How do you solve Construct Target Array With Multiple Sums on LeetCode?

Construct Target Array With Multiple Sums (LeetCode #1354) can be solved using Brute Force or Optimal Solution. The optimal approach is Optimal Solution with O(n log n) time complexity and O(1) space complexity. Key insight: The largest element must be formed last, as it is the sum of the rest.

What is the brute force solution for Construct Target Array With Multiple Sums?

The brute force approach for Construct Target Array With Multiple Sums is Brute Force, with O(n²) time complexity and O(1) space complexity. We can try to construct the target array by repeatedly setting elements in a starting array of 1s to the sum of all elements. This approach checks every possible combination, which is straightforward but inefficient. The optimal Optimal Solution approach improves this to O(n log n).

What algorithm or data structure is used to solve Construct Target Array With Multiple Sums?

Construct Target Array With Multiple Sums uses the following concepts: Array, Heap (Priority Queue). The recommended patterns to study are: Heap (Priority Queue), Array.

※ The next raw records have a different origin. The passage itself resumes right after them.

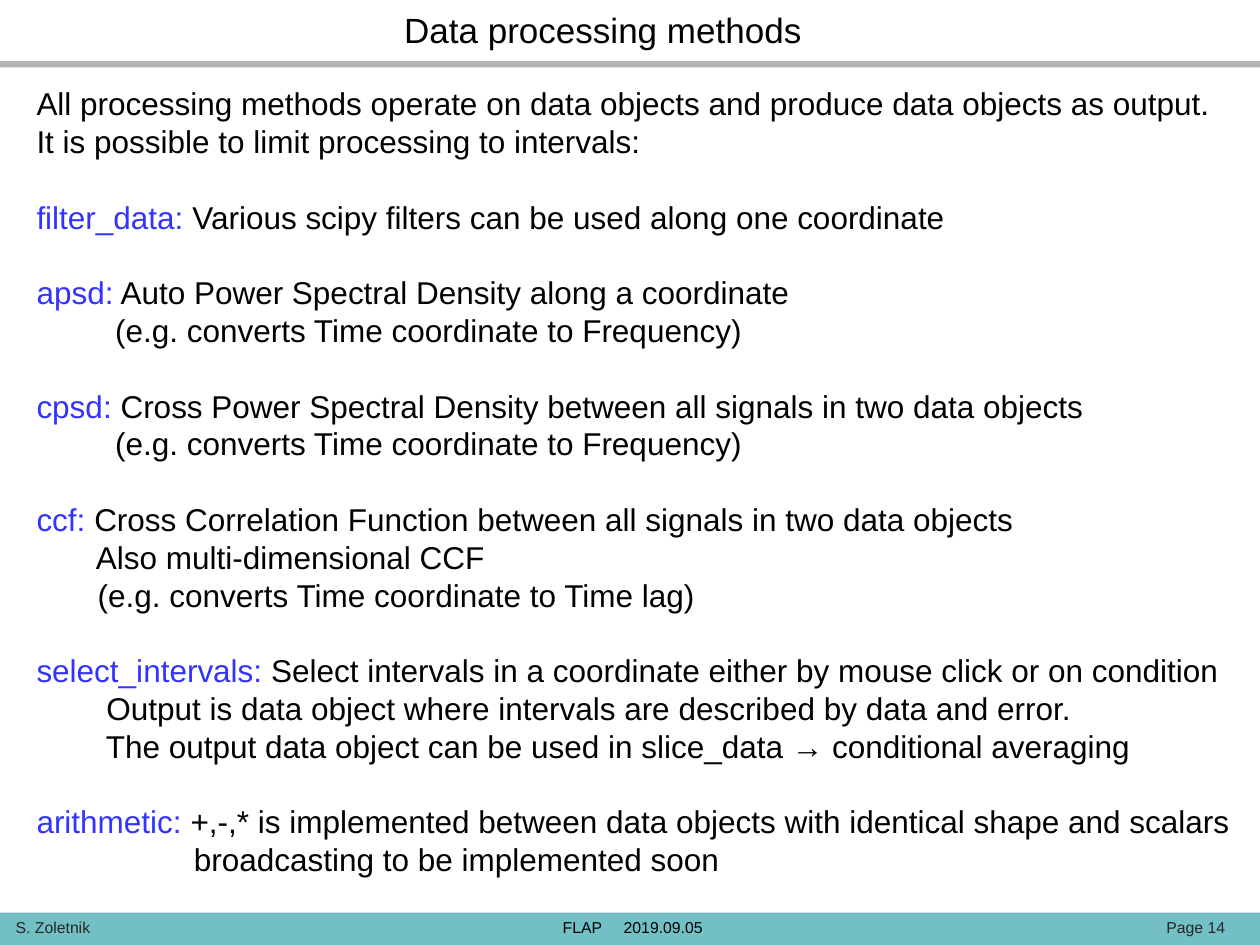
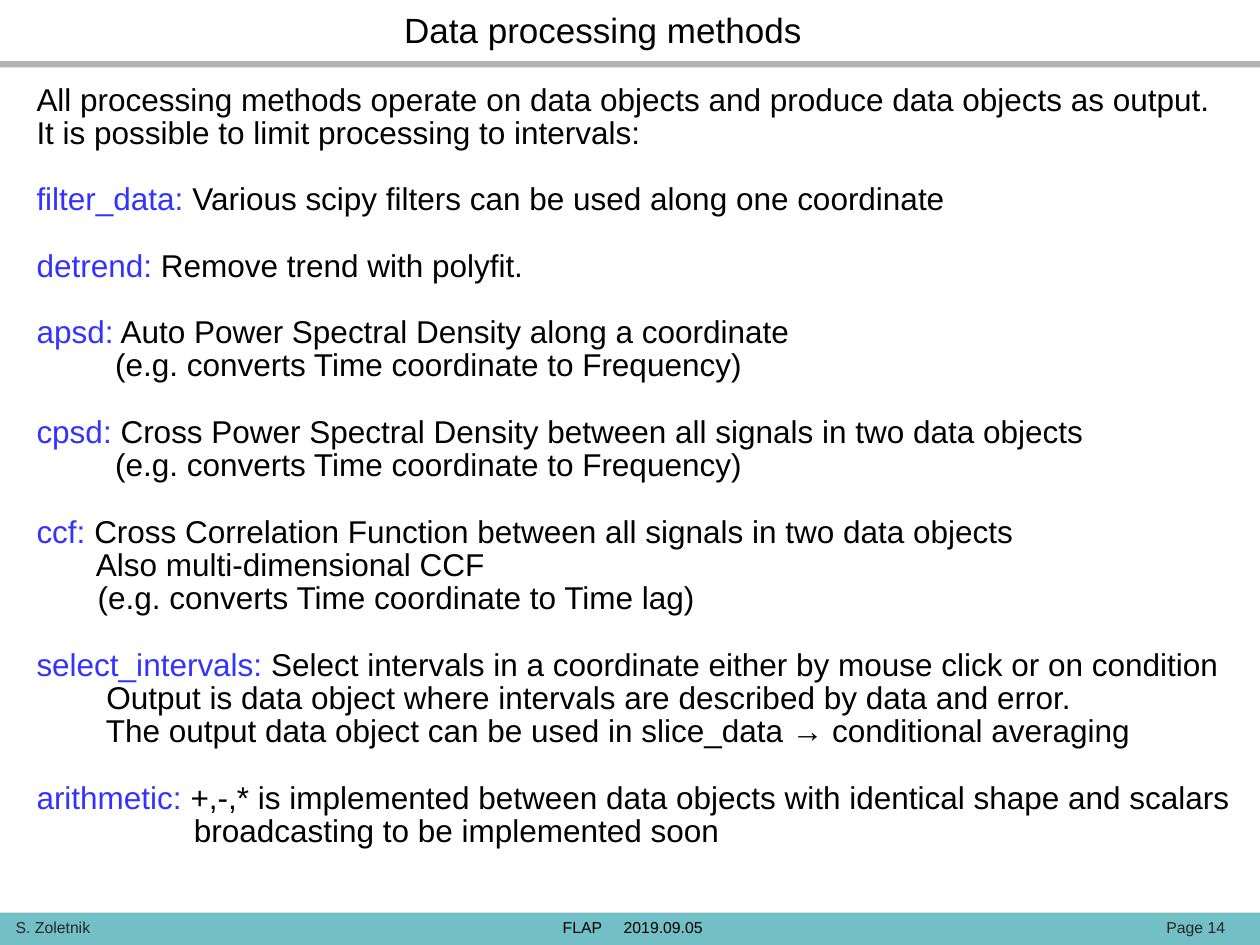
Before and after one commit to fusion-flap/flap, a slide deck: slide 14 of docs/FLAP_presentation_190905.pptx. Drawn at 1260x945 pixels with LibreOffice and Linux fonts; fonts in the diff are those of the drawing; background and template pictures are left out. Boxes give left, top, right and bottom in pixels: in the first picture for what was removed or moved away, otherwise in the second. Text is boxed around its words. In the diff, an @@ line names an element or a change of style, - is before the commit and + after.

Commit message:
Small bugfix in trend removal

```diff
--- a/docs/FLAP_presentation_190905.pptx
+++ b/docs/FLAP_presentation_190905.pptx
@@ text at (x1=37, y1=88, x2=1229, y2=848): line spacing 1 to 19pt @@
@@ text at (x1=37, y1=254, x2=523, y2=283): paragraph added @@
+detrend: Remove trend with polyfit.
```
Also in this commit, not shown: 6 other slides changed, 3 slides added, 2 other files.

What are the interview tips for Construct Target Array With Multiple Sums?

Think about the problem in reverse — it can simplify your approach. Always check edge cases, such as when all elements are the same. Practice explaining your thought process clearly, as communication is key in interviews.

What are common mistakes when solving Construct Target Array With Multiple Sums?

Failing to realize that the largest element must be handled carefully. Not considering the case where the sum of the rest can never equal the largest element.

#1354

Construct Target Array With Multiple Sums

Hard

ArrayHeap (Priority Queue)Heap (Priority Queue)Array

LeetCode ↗

Approaches

Brute ForceOptimal

Complexity Comparison

	Brute Force	Optimal Solution★
Time	O(n²)	O(n log n)
Space	O(1)	O(1)

💡

Intuition

Time O(n log n)Space O(1)

Instead of building the target array from the starting array, we can reverse the process. By continuously subtracting the largest element from the sum of the rest, we can determine if we can reach the starting state of all 1s.

⚙️

Algorithm

3 steps

1Step 1: Calculate the total sum of the target array.
2Step 2: While the largest element is greater than 1, subtract the largest element by the sum of the rest of the elements.
3Step 3: Update the largest element and repeat until all elements are 1 or the largest element is less than or equal to the sum of the rest.

solution.py14 lines

1# Full working Python code
2class Solution:
3    def isPossible(self, target):
4        total = sum(target)
5        while True:
6            max_val = max(target)
7            if max_val == 1:
8                return True
9            total -= max_val
10            if total <= 0 or total >= max_val:
11                return False
12            target[target.index(max_val)] = max_val % total
13            total += target[target.index(max_val)]
14

ℹ

Complexity note: The time complexity is O(n log n) because we need to find the maximum element in the array repeatedly, which takes O(n) time, and this is done in a loop until we reach the base case.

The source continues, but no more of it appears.